Household Net Worth Plummeted After 2005, Alongside Income
By: Ryan Schuette
The middle class seemed to take another drubbing Monday with news that U.S. median household net worth fell 35 percent between 2005 and 2010.
Excluding home equity, the Census Bureau found that median household net worth ticked up by 8 percent during the financial crisis.
Who got hit the hardest? Of the many age groups, heads of households from 35 to 44 accounted for nearly 60 percent of the decline in net worth during the five-year period.
But they weren’t alone. Median net worth also declined for all age groups between 2005 and 2010, with householders 65 years and older feeling the brunt of it, as theirs slid from $195,890 to $170,128.

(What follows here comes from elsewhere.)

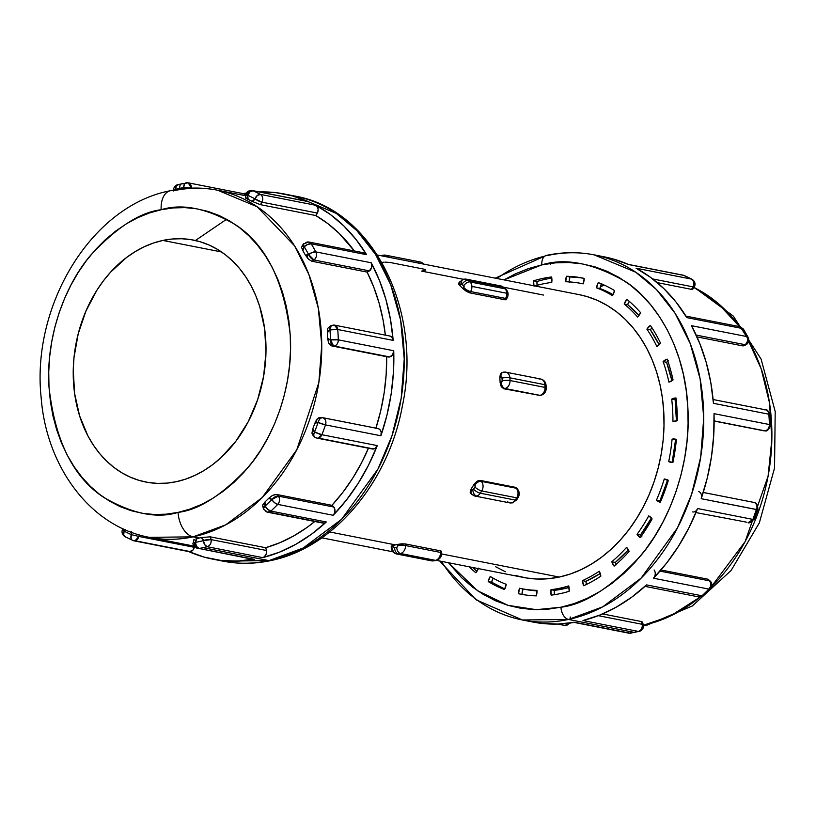 <?xml version="1.0" encoding="UTF-8"?>
<svg xmlns="http://www.w3.org/2000/svg" width="816" height="816" viewBox="0 0 816 816"><rect width="100%" height="100%" fill="white"/><g stroke="black" fill="none" stroke-linecap="round" stroke-linejoin="round"><path stroke-width="1.22" d="M676.362 439.702A11.801 9.109 -78.9 0 0 675.668 439.814A11.801 9.109 -78.9 0 0 675.556 439.844L672.088 439.161A11.801 9.109 101.1 0 1 672.2 439.13L675.668 439.814L672.2 439.13A11.801 9.109 -78.9 0 0 672.088 439.161A155.509 120.074 101.1 0 1 668.702 461.611L672.935 462.325A161.058 124.369 -78.9 0 0 676.382 439.477L672.2 439.13A11.801 9.109 101.1 0 1 675.128 439.1A11.801 9.109 101.1 0 1 676.382 439.477A161.058 124.369 101.1 0 1 672.935 462.325A11.801 9.109 101.1 0 1 670.579 462.264A11.801 9.109 101.1 0 1 668.702 461.611L672.17 462.295A11.801 9.109 -78.9 0 0 672.353 462.386M676.168 399.299A11.801 9.109 -78.9 0 0 675.169 399.799L671.701 399.116A11.801 9.109 101.1 0 1 674.169 398.157L676.087 398.534L674.169 398.157A11.801 9.109 -78.9 0 0 671.701 399.116A155.509 120.074 101.1 0 1 672.945 421.352L677.29 420.617A161.058 124.369 -78.9 0 0 676.025 397.994A11.801 9.109 -78.9 0 0 674.169 398.157A11.801 9.109 101.1 0 1 676.025 397.994A161.058 124.369 101.1 0 1 677.29 420.617A11.801 9.109 101.1 0 1 672.945 421.352A155.509 120.074 101.1 0 0 671.701 399.116L675.169 399.799L676.413 420.985A155.509 120.074 -78.9 0 0 675.169 399.799L676.382 399.208M533.899 285.753A11.801 9.109 101.1 0 1 533.562 280.816L537.02 281.5A161.058 124.369 -78.9 0 1 546.016 279.164A161.058 124.369 -78.9 0 1 551.8 278.093A161.058 124.369 -78.9 0 0 546.016 279.164L542.558 278.48A161.058 124.369 101.1 0 1 551.596 276.961A11.801 9.109 101.1 0 1 551.749 282.428A155.509 120.074 101.1 0 0 542.864 283.917A155.509 120.074 101.1 0 0 534.898 285.947A155.509 120.074 101.1 0 1 542.864 283.917A155.509 120.074 101.1 0 1 551.749 282.428L551.596 276.961A161.058 124.369 -78.9 0 0 542.558 278.48L546.016 279.164A161.058 124.369 -78.9 0 0 537.02 281.5L533.562 280.816A161.058 124.369 101.1 0 1 542.558 278.48A161.058 124.369 -78.9 0 0 533.562 280.816L534.021 286.212M458.847 283.264L458.551 284.05L459.836 285.631L460.571 284.488A1.387 1.071 101.1 0 1 461.305 283.927L459.836 285.631A144.116 111.292 101.1 0 1 463.121 288.823L463.998 286.151L461.305 283.927A5.549 3.346 -102.1 0 1 463.559 279.184A5.549 3.346 77.9 0 0 461.305 283.927A1.387 1.071 101.1 0 1 462.101 284.162A5.549 3.152 -45.8 0 1 468.404 280.347A6.946 5.365 -78.9 0 0 466.191 279.154A6.946 5.365 101.1 0 1 468.404 280.347L503.38 287.212L505.022 288.813L470.047 281.938L468.404 280.347L503.38 287.212A6.946 5.365 -78.9 0 0 501.157 286.028A6.946 5.365 101.1 0 1 503.38 287.212L505.022 288.813L470.047 281.938A6.946 5.365 101.1 0 1 471.903 286.406A6.946 5.365 101.1 0 1 470.587 291.547L505.553 298.411A6.946 5.365 -78.9 0 0 506.869 293.27L471.903 286.406L506.869 293.27A6.946 5.365 -78.9 0 0 505.022 288.813A6.946 5.365 101.1 0 1 506.869 293.27A6.946 5.365 101.1 0 1 505.553 298.411L470.587 291.547L469.751 292.862L463.121 288.823A144.116 111.292 -78.9 0 0 459.836 285.631L458.47 283.682L459.306 283.223M471.689 493.904L470.128 492.16L471.199 488.855A144.116 111.292 -78.9 0 0 474.045 484.357L477.86 480.828L480.236 480.42L481.195 481.348A6.946 5.365 101.1 0 1 481.736 490.957L516.701 497.831L515.284 500.075A6.946 5.365 101.1 0 1 511.561 502.88A6.946 5.365 -78.9 0 0 515.284 500.075L480.308 493.201L481.736 490.957L516.701 497.831L515.284 500.075A5.549 1.591 32.4 0 0 516.691 499.861A5.549 1.591 -147.6 0 1 515.284 500.075L480.308 493.201A6.946 5.365 101.1 0 1 476.595 496.016A6.946 5.365 101.1 0 1 474.871 496.036A6.946 5.365 -78.9 0 0 476.595 496.016A5.549 3.346 -102.1 0 1 472.821 489.896A1.387 1.071 101.1 0 1 472.036 489.661A5.549 3.152 134.2 0 0 471.587 494.292M511.561 502.88A5.549 3.346 77.9 0 0 512.468 502.87A5.549 3.346 -102.1 0 1 511.561 502.88A6.946 5.365 101.1 0 1 509.837 502.901A6.946 5.365 -78.9 0 0 511.561 502.88M643.385 625.301A22.216 13.403 77.9 0 0 646.904 625.229A22.216 13.403 -102.1 0 1 644.14 625.413M600.311 286.814L604.33 285.131M170.167 190.771A22.216 13.403 77.9 0 0 161.16 209.732C182.009 203.235 206.703 208.172 235.222 224.543C265.975 244.565 284.315 281.489 290.251 335.305C293.597 386.57 273.37 437.917 248.768 466.67C222.717 494.69 199.155 509.929 178.072 512.387C157.223 518.884 132.529 513.947 104.009 497.576C73.256 477.554 54.917 440.63 48.98 386.815C45.635 335.549 65.861 284.203 90.464 255.449C116.515 227.429 140.077 212.191 161.16 209.732A22.216 13.403 -102.1 0 1 170.167 190.771A22.216 13.403 -102.1 0 1 173.788 190.72A176.888 136.588 101.1 0 1 217.566 190.21A176.888 136.588 101.1 0 1 321.208 362.202A176.888 136.588 101.1 0 1 193.137 536.846A22.216 13.403 -102.1 0 1 178.072 512.387L166.209 514.182L154.377 514.508L142.698 513.356L131.264 510.724L120.207 506.665L109.63 501.197L99.623 494.384L90.301 486.285L81.733 476.972L74.011 466.548L67.218 455.114L61.404 442.772L56.63 429.634L52.948 415.844L50.388 401.523L48.98 386.815L48.736 371.861L49.654 356.796L51.724 341.782L54.927 326.951L59.242 312.436L64.617 298.401L71.002 284.968L78.336 272.269L86.547 260.426L95.564 249.543L105.284 239.741L115.637 231.112L126.5 223.727L137.782 217.668L149.369 212.986L161.16 209.732L173.023 207.937L184.855 207.611L196.534 208.774L207.968 211.395L219.025 215.455L229.602 220.922L239.608 227.735L248.931 235.834L257.499 245.147L265.22 255.571L272.014 267.005L277.828 279.347L282.601 292.485L286.283 306.275L288.833 320.596L290.251 335.305L290.496 350.258L289.578 365.323L287.507 380.338L284.305 395.168L279.99 409.683L274.615 423.718L268.229 437.152L260.896 449.851L252.685 461.703L243.668 472.576L233.947 482.378L223.594 491.018L212.731 498.392L201.45 504.461L189.863 509.133L178.072 512.387A22.216 13.403 77.9 0 0 193.137 536.846A176.888 136.588 101.1 0 1 149.369 537.346L193.137 536.846L199.206 538.04L193.137 536.846L225.675 524.872L262.201 497.566L296.789 449.759L318.852 382.51L321.759 345.086L318.332 308.275L308.907 274.543L294.535 245.81L257.132 206.723L217.566 190.21L245.596 195.718M226.644 219.229L195.432 240.485M321.79 522.648L324.278 523.066L326.298 521.975L270.902 511.091A5.549 4.284 101.1 0 1 268.872 512.183L324.278 523.066A5.549 4.284 -78.9 0 0 326.298 521.975L311.467 534.235L295.78 544.343L279.439 552.177L262.681 557.614L207.284 546.73A186.048 143.667 101.1 0 1 203.164 547.679L268.954 560.612A11.108 6.701 77.9 0 0 270.769 560.582A11.108 6.701 -102.1 0 1 268.954 560.612L222.911 561.143A186.048 143.667 -78.9 0 0 268.954 560.612L203.164 547.679A186.048 143.667 101.1 0 1 199.043 548.485L254.439 559.378A186.048 143.667 101.1 0 1 212.527 559.093A186.048 143.667 101.1 0 1 188.741 551.585M546.302 255.418A11.108 6.701 77.9 0 0 541.793 264.894L528.472 268.576L515.365 273.87L504.013 279.888L541.793 264.894C565.386 257.55 593.314 263.129 625.576 281.653C656.35 301.655 685.103 348.707 687.806 406.929C691.601 464.916 668.722 522.985 640.886 555.512C611.429 587.204 584.776 604.442 560.939 607.226L536.296 609.674L507.991 605.35L477.574 590.764L448.443 562.714L461.652 577.697L472.209 586.857L483.521 594.568L495.485 600.749L507.991 605.35L520.914 608.308L534.133 609.623L547.516 609.256L560.939 607.226A11.108 6.701 77.9 0 0 568.466 619.456A11.108 6.701 -102.1 0 1 560.939 607.226L574.26 603.544L587.367 598.25L600.127 591.396L612.418 583.042L624.128 573.281L635.123 562.193L645.323 549.892L654.616 536.489L662.908 522.128L670.13 506.93L676.209 491.048L681.085 474.647L684.716 457.868L687.052 440.875L688.092 423.841L687.806 406.929L686.215 390.293L683.318 374.095L679.157 358.499L673.761 343.648L667.192 329.684L659.501 316.741L650.77 304.96L641.08 294.433L630.523 285.263L619.211 277.562L607.247 271.371L594.742 266.781L581.818 263.813L568.599 262.507L555.217 262.864L541.793 264.894A11.108 6.701 -102.1 0 1 546.302 255.418A11.108 6.701 -102.1 0 1 548.117 255.388A186.048 143.667 101.1 0 1 594.16 254.857A186.048 143.667 101.1 0 1 703.168 435.754A186.048 143.667 101.1 0 1 568.466 619.456A186.048 143.667 101.1 0 1 522.424 619.987L568.466 619.456L634.256 632.38A5.549 3.346 77.9 0 0 635.164 632.369A5.549 3.346 -102.1 0 1 634.256 632.38L568.466 619.456L602.687 606.859L641.111 578.136L677.484 527.86L691.529 494.527L700.689 457.123L703.749 417.761L700.148 379.042L690.224 343.556L675.118 313.344L656.401 289.496L635.766 272.228L594.16 254.857L604.544 256.907A186.048 143.667 -78.9 0 1 628.677 264.578L684.083 275.461A5.549 4.284 -78.9 0 0 683.359 275.227A5.549 4.284 101.1 0 1 684.083 275.461L628.677 264.578L612.847 258.866L604.309 256.856M189.414 551.698L192.872 550.178L194.32 547.332L138.924 536.449A5.549 4.284 101.1 0 1 135.079 540.753L190.485 551.636A5.549 4.284 -78.9 0 0 194.32 547.332L194.606 545.802M319.75 417.517L322.402 417.619A10.741 8.293 101.1 0 0 320.443 417.537L317.291 418.904A5.549 3.346 77.9 0 0 316.577 422.402A5.182 3.998 101.1 0 1 318.077 422.443A5.549 3.519 -74.7 0 1 322.85 417.731A10.741 8.293 -78.9 0 0 322.391 417.619M371.606 448.749L374.819 448.576L377.278 445.607L321.881 434.724A5.549 4.284 101.1 0 1 318.332 438.1L373.738 448.984A5.549 4.284 -78.9 0 0 377.278 445.607L368.557 465.079L358.193 483.347L346.331 500.157L333.152 515.284L334.376 513.427L334.937 510.01L333.815 507.032L331.928 505.328A176.888 136.588 -78.9 0 0 368.455 448.229L361.59 462.754L352.787 478.084L342.863 492.323L331.928 505.328L276.522 494.445L331.928 505.328A10.741 8.293 -78.9 0 1 333.815 507.032L278.419 496.148L333.815 507.032A5.549 4.284 -78.9 0 1 333.152 515.284L277.746 504.4A186.048 143.667 101.1 0 1 270.902 511.091L326.298 521.975A186.048 143.667 101.1 0 1 262.681 557.614L264.415 556.696L266.23 553.931L266.495 550.494L265.628 547.72A176.888 136.588 -78.9 0 0 314.792 521.495L306.704 527.666L293.444 536.081L279.704 542.793L265.628 547.72L210.222 536.836L265.628 547.72A10.741 8.293 -78.9 0 1 266.495 550.494L211.099 539.6L266.495 550.494A5.549 4.284 -78.9 0 1 262.681 557.614L207.284 546.73A5.549 3.315 -104 0 1 203.388 540.641L201.43 537.54L210.222 536.836A10.741 8.293 101.1 0 1 211.099 539.6A5.549 4.284 101.1 0 1 207.284 546.73C210.12 545.588 211.385 543.221 211.099 539.6L203.388 540.641A180.499 139.373 101.1 0 1 195.401 542.354A180.499 139.373 -78.9 0 0 203.388 540.641L204.704 544.67L207.284 546.73A186.048 143.667 -78.9 0 1 203.164 547.679A186.048 143.667 -78.9 0 1 199.043 548.485A5.549 4.284 101.1 0 1 197.788 548.485A5.549 4.284 101.1 0 1 194.534 543.14A5.549 0.602 3.5 0 1 193.321 542.681A5.549 0.602 3.5 0 1 195.401 542.354A5.549 3.376 79.9 0 0 199.043 548.485L196.544 546.414L195.401 542.354C192.974 542.456 192.688 542.722 194.534 543.14M375.839 428.42L380.705 410.836L384.152 392.873L386.152 374.738L386.672 356.623L389.048 357.01A5.549 4.284 -78.9 0 0 389.691 356.939L392.629 354.756L393.73 350.737L338.324 339.854A5.549 4.284 101.1 0 1 334.295 346.055L389.691 356.939A5.549 4.284 -78.9 0 0 393.73 350.737L393.445 372.198L391.19 393.72L386.988 415.007L380.899 435.775L381.194 432.337L380.45 430.328L379.093 428.971L377.063 428.41M259.304 191.944L276.114 192.688L292.556 195.942L308.387 201.644L252.991 190.76A186.048 143.667 101.1 0 1 260.416 194.412L315.812 205.295A5.549 4.284 -78.9 0 1 317.383 213.068L261.977 202.184L317.383 213.068A10.741 8.293 -78.9 0 1 315.731 215.526L260.324 204.643L315.731 215.526L327.838 223.615L339.099 233.335L354.297 250.951A176.888 136.588 -78.9 0 0 315.731 215.526L317.383 213.068L318.148 209.692L317.71 207.509L315.812 205.295L330.368 214.496L343.801 225.91L355.939 239.374L366.608 254.694L311.202 243.811A186.048 143.667 101.1 0 1 315.823 251.889A5.549 4.284 101.1 0 1 314.027 259.998L369.434 270.881A10.741 8.293 -78.9 0 1 367.108 272.085L369.434 270.881L314.027 259.998A10.741 8.293 101.1 0 1 311.702 261.202L367.108 272.085L373.789 287.212L379.144 303.287L383.092 320.147L385.346 335.131A176.888 136.588 -78.9 0 0 367.108 272.085L311.702 261.202L308.356 259.131L305.398 255.122L308.356 259.131A5.549 3.346 -102.1 0 1 307.234 255.275A5.182 3.998 101.1 0 1 305.398 255.122A176.888 136.588 -78.9 0 0 302.899 250.767L301.573 247.442L301.991 246.493L303.205 246.35M185.62 182.968L186.935 182.815L184.538 183.937L183.651 187.588A5.182 3.998 101.1 0 1 183.498 188.659L183.651 187.588A180.499 139.373 -78.9 0 0 179.653 188.374A5.549 3.346 -102.1 0 1 181.907 183.631A5.549 3.346 77.9 0 0 179.653 188.374A180.499 139.373 101.1 0 1 183.651 187.588A5.549 3.376 -100.1 0 1 186.099 182.815A5.549 3.376 -100.1 0 1 186.935 182.815A5.549 4.284 101.1 0 1 188.19 182.825A5.549 4.284 101.1 0 1 191.444 188.129L188.19 182.825L243.586 193.708A5.549 4.284 -78.9 0 1 245.718 195.044M686.144 316.7L676.229 302.297L664.091 288.844L650.658 277.43L636.103 268.219L691.509 279.103C693.906 280.877 694.426 283.468 693.07 286.875L652.657 278.939L693.07 286.875A10.741 8.293 101.1 0 1 691.417 289.343L657.237 282.622L691.417 289.343L692.57 289.007L691.417 289.343A10.741 8.293 -78.9 0 0 693.07 286.875L694.447 286.742C695.711 283.805 694.936 281.336 692.121 279.317L683.359 275.227L627.963 264.343A5.549 4.284 101.1 0 1 628.677 264.578L627.657 264.302M686.899 317.628L742.295 328.511A5.549 4.284 -78.9 0 0 739.837 326.696A5.549 4.284 101.1 0 1 742.295 328.511L686.899 317.628A186.048 143.667 -78.9 0 0 636.103 268.219L691.509 279.103A186.048 143.667 -78.9 0 0 684.083 275.461A186.048 143.667 101.1 0 1 691.509 279.103A5.549 3.437 -61.8 0 1 692.162 279.347M742.795 345.892L697.007 336.896L742.795 345.892A10.741 8.293 -78.9 0 0 745.12 344.699L746.518 344.474A5.549 2.713 -126 0 1 745.12 344.699A10.741 8.293 101.1 0 1 742.795 345.892L744.365 345.382M691.519 325.696L746.915 336.58L691.519 325.696A186.048 143.667 -78.9 0 1 713.439 403.318L768.835 414.202A5.549 4.284 -78.9 0 0 765.592 409.836A5.549 4.284 101.1 0 1 768.835 414.202L713.439 403.318L710.787 382.48L706.207 362.416L699.751 343.403L691.927 326.686M639.346 631.39A5.549 3.315 -104 0 1 638.377 631.421A186.048 143.667 101.1 0 1 634.256 632.38A186.048 143.667 -78.9 0 0 638.377 631.421L582.971 620.537L599.729 615.101L616.07 607.267L631.757 597.159L645.772 585.521M439.671 560.99L476.105 599.811L522.424 619.987L532.817 622.027A186.048 143.667 -78.9 0 0 574.729 622.302L630.136 633.185A186.048 143.667 -78.9 0 0 634.256 632.38A186.048 143.667 101.1 0 1 630.136 633.185A5.549 3.376 79.9 0 0 630.972 633.185M522.424 619.987A186.048 143.667 101.1 0 1 441.354 561.326M496.924 278.491A186.048 143.667 101.1 0 1 544.741 256.163M384.866 262.13L389.671 262.405L424.646 269.28L425.819 269.943L423.769 270.677A144.116 111.292 -78.9 0 0 421.597 271.106L463.192 279.276M503.88 287.273L543.487 295.055M391.231 546.241L393.302 545.323A144.116 111.292 -78.9 0 0 395.474 544.894L329.705 531.971L395.474 544.894A144.116 111.292 -78.9 0 0 397.637 544.405L405.419 543.946L440.385 550.82L441.589 551.402L440.926 552.167M391.833 546.577L391.241 546.057L393.302 545.323L393.751 547.607L396.709 547.373L397.657 546.322L397.637 544.405A144.116 111.292 101.1 0 1 395.474 544.894A144.116 111.292 101.1 0 1 393.302 545.323L393.383 546.71A5.549 1.112 176.8 0 0 391.292 547.699A5.549 1.112 -3.2 0 1 393.383 546.71A1.387 1.071 101.1 0 0 394.536 547.842A5.549 3.346 77.9 0 0 398.3 553.952L400.472 553.493L435.438 560.357L433.276 560.827L398.3 553.952A6.946 5.365 101.1 0 1 396.586 553.972A6.946 5.365 101.1 0 1 392.506 548.321A5.549 1.112 -3.2 0 1 391.292 547.699C391.629 550.994 393.394 553.085 396.586 553.972L431.562 560.847A6.946 5.365 -78.9 0 0 433.276 560.827L398.3 553.952L400.472 553.493L435.438 560.357A6.946 5.365 -78.9 0 0 440.477 552.412L440.385 550.82L405.419 543.946L405.501 545.537L440.477 552.412L405.501 545.537A6.946 5.365 101.1 0 1 400.472 553.493A6.946 5.365 -78.9 0 0 405.501 545.537L405.419 543.946L401.696 543.823L397.637 544.405L397.708 545.782A5.549 1.112 -3.2 0 1 405.501 545.537A5.549 1.112 176.8 0 0 397.708 545.782A1.387 1.071 101.1 0 1 396.709 547.373A5.549 3.346 77.9 0 0 400.472 553.493A5.549 3.346 -102.1 0 1 396.709 547.373L394.536 547.842A5.549 3.346 -102.1 0 0 398.3 553.952A6.946 5.365 -78.9 0 1 396.505 553.952M434.183 560.806A5.549 3.346 -102.1 0 1 433.276 560.827A5.549 3.346 77.9 0 0 434.132 560.816L436.295 560.357A5.549 3.346 -102.1 0 1 435.438 560.357A5.549 3.346 77.9 0 0 436.346 560.347L523.586 577.473A144.116 111.292 -78.9 0 0 559.246 577.065L441.68 553.972L559.246 577.065L570.231 574.036L581.023 569.68L591.539 564.029L601.667 557.144L611.306 549.107L620.374 539.968L628.769 529.839L636.419 518.792L643.253 506.96L649.21 494.445L654.218 481.369L658.226 467.843L661.215 454.022L663.153 440.028L664 425.993L663.765 412.06L662.459 398.351L660.073 385.009L656.645 372.157L652.198 359.927L646.782 348.422L640.448 337.763L633.257 328.052L625.27 319.382L616.58 311.834L607.257 305.49L597.404 300.39L587.102 296.606L579.054 294.627M162.874 240.434A123.298 95.207 101.1 0 1 193.382 240.077A123.298 95.207 101.1 0 1 265.628 359.958A123.298 95.207 101.1 0 1 176.358 481.685A123.298 95.207 101.1 0 1 145.85 482.042A123.298 95.207 101.1 0 1 73.603 362.161A123.298 95.207 101.1 0 1 162.874 240.434L221.493 251.95L162.874 240.434L153.479 243.025L144.238 246.758L135.252 251.583L126.582 257.468L110.588 272.167L103.397 280.837L96.849 290.282L85.915 311.11L78.193 333.866L73.991 357.663L73.256 369.668L74.582 393.322L79.55 415.721L87.985 436.03L93.412 445.148L99.562 453.461L106.386 460.877L113.822 467.333L121.798 472.77L130.234 477.125L139.046 480.369L148.155 482.46L157.468 483.378L166.903 483.123L176.358 481.685L185.752 479.094L194.993 475.361L203.98 470.536L212.65 464.651L220.891 457.766L235.834 441.283L248.227 421.719L257.601 399.82L263.588 376.431L265.975 352.451L264.649 328.797L259.682 306.398L255.877 295.922L251.246 286.09L245.82 276.971L239.669 268.658L232.846 261.242L225.41 254.786L217.433 249.349L208.998 244.994L200.185 241.76L191.077 239.669L181.764 238.741L172.329 238.996L162.874 240.434M196.044 538.682L196.972 538.489A176.888 136.588 -78.9 0 0 199.206 538.04A176.888 136.588 -78.9 0 0 201.43 537.54A176.888 136.588 101.1 0 1 199.206 538.04A176.888 136.588 101.1 0 1 196.972 538.489L195.401 542.354A5.182 3.998 101.1 0 1 196.972 538.489L196.044 538.682M195.075 540.07L194.045 539.713M495.475 566.641L505.328 571.73M515.63 575.515L526.279 577.963L537.173 579.044L548.199 578.738L559.246 577.065A144.116 111.292 -78.9 0 0 663.592 434.775A144.116 111.292 -78.9 0 0 579.146 294.647L377.4 255.01M478.37 568.599A11.801 9.109 101.1 0 1 475.81 572.75A161.058 124.369 101.1 0 1 469.108 566.773A161.058 124.369 -78.9 0 0 475.81 572.75L478.543 568.14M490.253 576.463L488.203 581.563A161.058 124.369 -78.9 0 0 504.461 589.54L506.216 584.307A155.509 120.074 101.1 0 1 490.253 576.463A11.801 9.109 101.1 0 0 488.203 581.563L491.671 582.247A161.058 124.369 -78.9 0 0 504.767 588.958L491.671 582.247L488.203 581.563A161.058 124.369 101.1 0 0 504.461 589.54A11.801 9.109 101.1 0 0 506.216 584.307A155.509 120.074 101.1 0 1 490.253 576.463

Although heads of households under 35 saw their net worth fall from $8,528 to $5,402 – much less in real terms – percentages tell a different story: Younger homeowners saw their net worth decline by 37 percent, compared with older homeowners, whose net worth fell by only 13 percent.
Census Bureau economist Alfred Gottschalck said in a statement that the overall decline “reflects drops in housing values and stock market indices.”
Government data found that the declines also slammed educational groups across the board. Net worth plunged by 39 percent for those with only high school diplomas and 32 percent for those with bachelor’s degrees.
Even so, the data correlated higher education with higher net worth, with median net worth at $245,763 for heads of households with graduate or professional degrees. Those with bachelor’s degrees saw their median net worth hover at around $142,518.
The dismal news for householders seems to reflect a widening gap for those in the middle class. Last week the Federal Reserve released a survey of consumer finances that found similar results for householders between 35 and 44, whose median worth fell by 54.4 percent.
The survey also found that heads of households with more education saw their median income shrink between 2007 and 2010. Those with college degrees saw their pre-tax income dip from 81.9 percent to 73.8 percent, for example.
Timothy Smeeding, director of the Institute for Research on Poverty at the University of Wisconsin at Madison, tells us that housing and financial crises slammed emerging middle-class families with a one-two, sizably reducing their home equity and net worth.
“The major asset of the middle class is their home,” he says. “Their own home – and that got clobbered.”
The professor says that historically low interest rates allows someone with his background to refinance – he has done so twice in recent years – but that younger householders enter a down market without the equity needed to save money and build their net worth.
“We’re living in an economy in decline,” Smeeding adds. “It’s crawling back a little bit, but it’s going time.”